=== Working data ===
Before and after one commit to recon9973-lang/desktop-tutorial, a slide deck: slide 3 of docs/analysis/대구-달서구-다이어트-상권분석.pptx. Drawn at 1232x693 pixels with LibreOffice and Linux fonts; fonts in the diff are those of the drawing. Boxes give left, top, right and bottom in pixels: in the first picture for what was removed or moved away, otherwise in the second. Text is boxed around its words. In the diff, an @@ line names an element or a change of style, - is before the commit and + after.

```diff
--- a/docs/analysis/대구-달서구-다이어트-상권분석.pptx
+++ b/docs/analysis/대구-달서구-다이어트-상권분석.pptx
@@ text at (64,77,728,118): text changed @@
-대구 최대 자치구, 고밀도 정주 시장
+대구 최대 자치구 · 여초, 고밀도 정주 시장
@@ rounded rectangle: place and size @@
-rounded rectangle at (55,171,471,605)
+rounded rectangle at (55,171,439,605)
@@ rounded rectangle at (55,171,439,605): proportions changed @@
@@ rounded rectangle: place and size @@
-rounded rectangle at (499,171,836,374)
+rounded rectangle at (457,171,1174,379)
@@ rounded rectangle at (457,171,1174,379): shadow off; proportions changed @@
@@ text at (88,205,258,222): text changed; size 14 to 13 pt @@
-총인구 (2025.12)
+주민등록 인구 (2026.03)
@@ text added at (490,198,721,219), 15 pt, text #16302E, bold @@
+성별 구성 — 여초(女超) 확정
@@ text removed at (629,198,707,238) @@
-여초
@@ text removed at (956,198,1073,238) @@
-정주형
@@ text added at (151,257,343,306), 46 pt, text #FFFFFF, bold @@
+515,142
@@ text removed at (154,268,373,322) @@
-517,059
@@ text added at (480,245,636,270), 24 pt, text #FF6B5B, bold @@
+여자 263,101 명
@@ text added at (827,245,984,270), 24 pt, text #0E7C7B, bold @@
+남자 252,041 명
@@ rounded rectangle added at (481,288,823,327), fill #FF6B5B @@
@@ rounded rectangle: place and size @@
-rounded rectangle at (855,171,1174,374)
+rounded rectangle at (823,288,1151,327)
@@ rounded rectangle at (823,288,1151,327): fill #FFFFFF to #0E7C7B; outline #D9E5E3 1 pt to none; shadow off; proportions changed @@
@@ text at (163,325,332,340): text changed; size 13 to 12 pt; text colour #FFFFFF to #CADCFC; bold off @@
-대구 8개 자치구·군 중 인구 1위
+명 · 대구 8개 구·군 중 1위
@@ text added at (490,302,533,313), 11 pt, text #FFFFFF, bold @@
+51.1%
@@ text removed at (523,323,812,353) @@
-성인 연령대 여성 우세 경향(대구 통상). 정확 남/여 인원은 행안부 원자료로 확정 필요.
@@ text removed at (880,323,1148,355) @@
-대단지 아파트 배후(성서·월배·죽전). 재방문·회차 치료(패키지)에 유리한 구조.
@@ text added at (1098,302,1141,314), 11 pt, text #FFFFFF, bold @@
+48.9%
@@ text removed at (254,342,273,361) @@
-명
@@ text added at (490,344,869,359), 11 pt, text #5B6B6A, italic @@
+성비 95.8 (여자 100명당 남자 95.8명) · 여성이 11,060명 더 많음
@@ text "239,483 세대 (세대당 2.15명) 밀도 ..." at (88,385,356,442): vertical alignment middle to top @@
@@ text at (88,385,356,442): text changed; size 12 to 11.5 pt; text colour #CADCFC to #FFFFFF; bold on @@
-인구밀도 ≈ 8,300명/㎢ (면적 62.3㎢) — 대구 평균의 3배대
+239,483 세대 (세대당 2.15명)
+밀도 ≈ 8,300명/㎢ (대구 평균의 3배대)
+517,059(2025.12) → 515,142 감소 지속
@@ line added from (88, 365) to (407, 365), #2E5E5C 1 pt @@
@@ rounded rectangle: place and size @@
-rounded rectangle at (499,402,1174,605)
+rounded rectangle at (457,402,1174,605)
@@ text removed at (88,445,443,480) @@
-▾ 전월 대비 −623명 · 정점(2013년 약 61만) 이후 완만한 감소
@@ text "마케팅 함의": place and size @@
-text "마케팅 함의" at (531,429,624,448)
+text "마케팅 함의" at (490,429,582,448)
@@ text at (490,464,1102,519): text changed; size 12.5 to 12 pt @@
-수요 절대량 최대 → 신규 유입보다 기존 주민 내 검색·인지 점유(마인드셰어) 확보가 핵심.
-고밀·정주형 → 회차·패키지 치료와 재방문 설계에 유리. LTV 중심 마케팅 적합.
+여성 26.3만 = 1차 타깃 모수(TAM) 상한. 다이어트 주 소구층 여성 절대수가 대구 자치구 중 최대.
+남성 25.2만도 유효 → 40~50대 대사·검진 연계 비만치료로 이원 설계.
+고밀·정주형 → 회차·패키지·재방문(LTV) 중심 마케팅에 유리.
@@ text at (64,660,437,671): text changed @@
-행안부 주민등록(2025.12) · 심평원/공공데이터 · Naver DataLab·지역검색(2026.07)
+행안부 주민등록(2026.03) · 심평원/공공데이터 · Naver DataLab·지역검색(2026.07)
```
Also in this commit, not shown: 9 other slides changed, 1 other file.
===
=== Working data ===
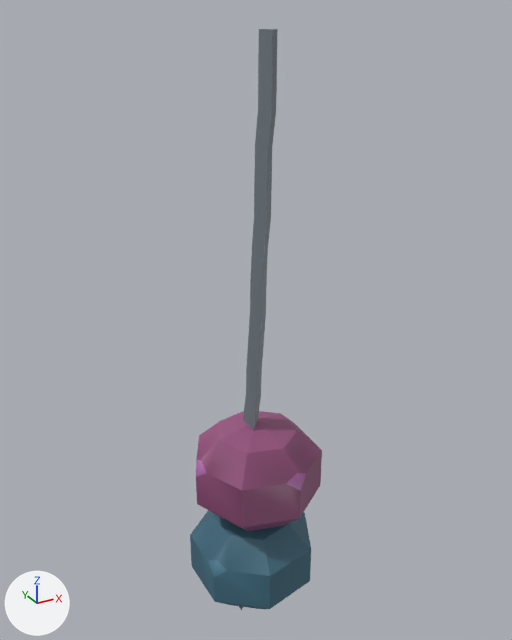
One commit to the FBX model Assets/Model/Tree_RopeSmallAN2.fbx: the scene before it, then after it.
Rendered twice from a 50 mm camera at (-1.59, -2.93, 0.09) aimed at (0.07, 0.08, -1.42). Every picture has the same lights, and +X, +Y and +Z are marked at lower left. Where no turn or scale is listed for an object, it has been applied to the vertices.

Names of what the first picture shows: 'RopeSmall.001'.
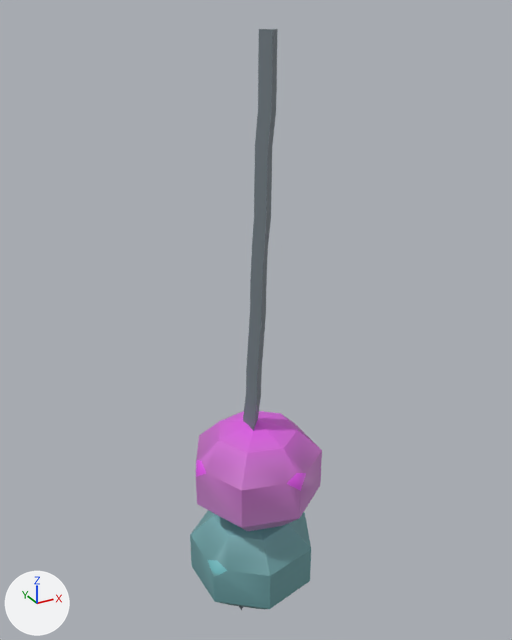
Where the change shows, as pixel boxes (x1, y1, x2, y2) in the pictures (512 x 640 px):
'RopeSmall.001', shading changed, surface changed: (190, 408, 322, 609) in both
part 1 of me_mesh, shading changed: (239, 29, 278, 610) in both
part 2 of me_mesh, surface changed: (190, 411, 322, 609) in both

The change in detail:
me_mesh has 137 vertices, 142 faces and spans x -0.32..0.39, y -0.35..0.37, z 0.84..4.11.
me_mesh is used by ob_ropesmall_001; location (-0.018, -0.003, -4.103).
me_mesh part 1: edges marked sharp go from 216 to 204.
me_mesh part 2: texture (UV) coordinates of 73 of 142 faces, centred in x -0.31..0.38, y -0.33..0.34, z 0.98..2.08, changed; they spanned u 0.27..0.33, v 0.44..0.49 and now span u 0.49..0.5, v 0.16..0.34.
===
=== Working data ===
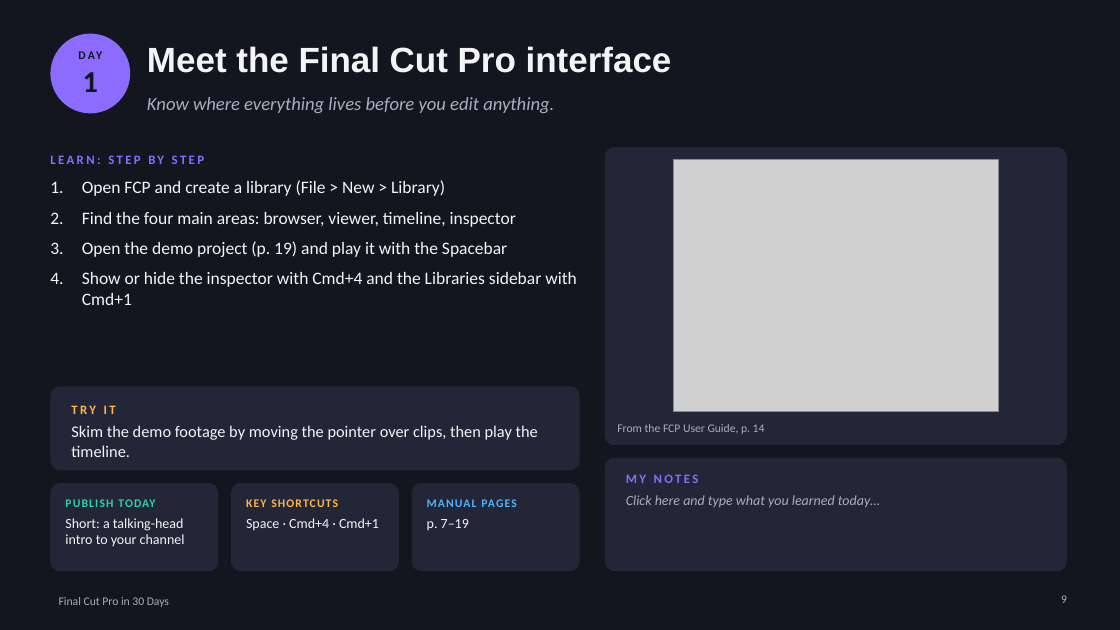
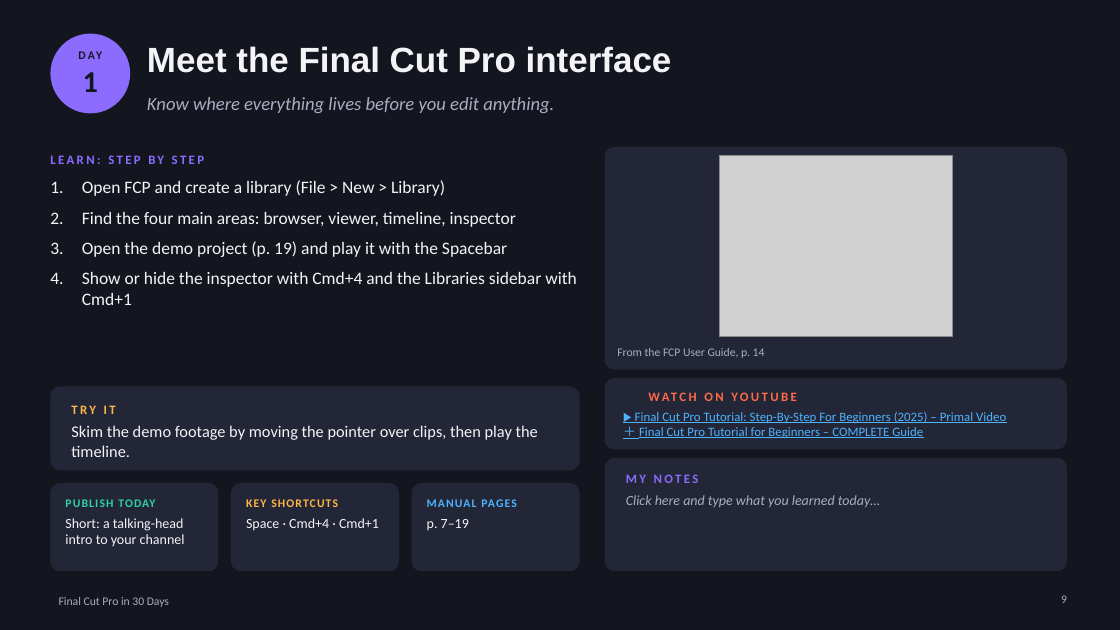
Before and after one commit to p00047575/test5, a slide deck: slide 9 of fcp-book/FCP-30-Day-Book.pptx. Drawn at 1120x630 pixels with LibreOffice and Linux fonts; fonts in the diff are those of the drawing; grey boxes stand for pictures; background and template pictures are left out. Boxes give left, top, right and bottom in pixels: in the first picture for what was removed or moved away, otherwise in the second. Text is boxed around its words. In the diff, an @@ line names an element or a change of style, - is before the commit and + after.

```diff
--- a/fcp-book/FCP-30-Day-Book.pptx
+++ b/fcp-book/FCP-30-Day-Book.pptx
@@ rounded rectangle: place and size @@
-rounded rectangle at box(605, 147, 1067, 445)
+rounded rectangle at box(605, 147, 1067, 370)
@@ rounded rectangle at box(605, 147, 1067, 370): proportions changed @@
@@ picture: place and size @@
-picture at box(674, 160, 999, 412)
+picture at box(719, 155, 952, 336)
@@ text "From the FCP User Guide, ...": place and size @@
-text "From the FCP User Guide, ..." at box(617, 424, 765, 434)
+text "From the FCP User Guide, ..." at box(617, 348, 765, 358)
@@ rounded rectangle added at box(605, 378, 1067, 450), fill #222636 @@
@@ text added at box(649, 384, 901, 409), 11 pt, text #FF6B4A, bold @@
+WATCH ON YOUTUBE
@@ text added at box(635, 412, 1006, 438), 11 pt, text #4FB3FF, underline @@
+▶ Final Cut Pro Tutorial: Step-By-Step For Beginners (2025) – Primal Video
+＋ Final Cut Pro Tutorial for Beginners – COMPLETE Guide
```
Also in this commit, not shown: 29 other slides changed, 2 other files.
===
## Problem to work on
From the listing above, repeat exactly the lines starting at the line that includes "part 1 of me_mesh, shading" and ending at the line that includes "me_mesh part 2: texture", with nothing outside that span.

## Result of the task
part 1 of me_mesh, shading changed: (239, 29, 278, 610) in both
part 2 of me_mesh, surface changed: (190, 411, 322, 609) in both

The change in detail:
me_mesh has 137 vertices, 142 faces and spans x -0.32..0.39, y -0.35..0.37, z 0.84..4.11.
me_mesh is used by ob_ropesmall_001; location (-0.018, -0.003, -4.103).
me_mesh part 1: edges marked sharp go from 216 to 204.
me_mesh part 2: texture (UV) coordinates of 73 of 142 faces, centred in x -0.31..0.38, y -0.33..0.34, z 0.98..2.08, changed; they spanned u 0.27..0.33, v 0.44..0.49 and now span u 0.49..0.5, v 0.16..0.34.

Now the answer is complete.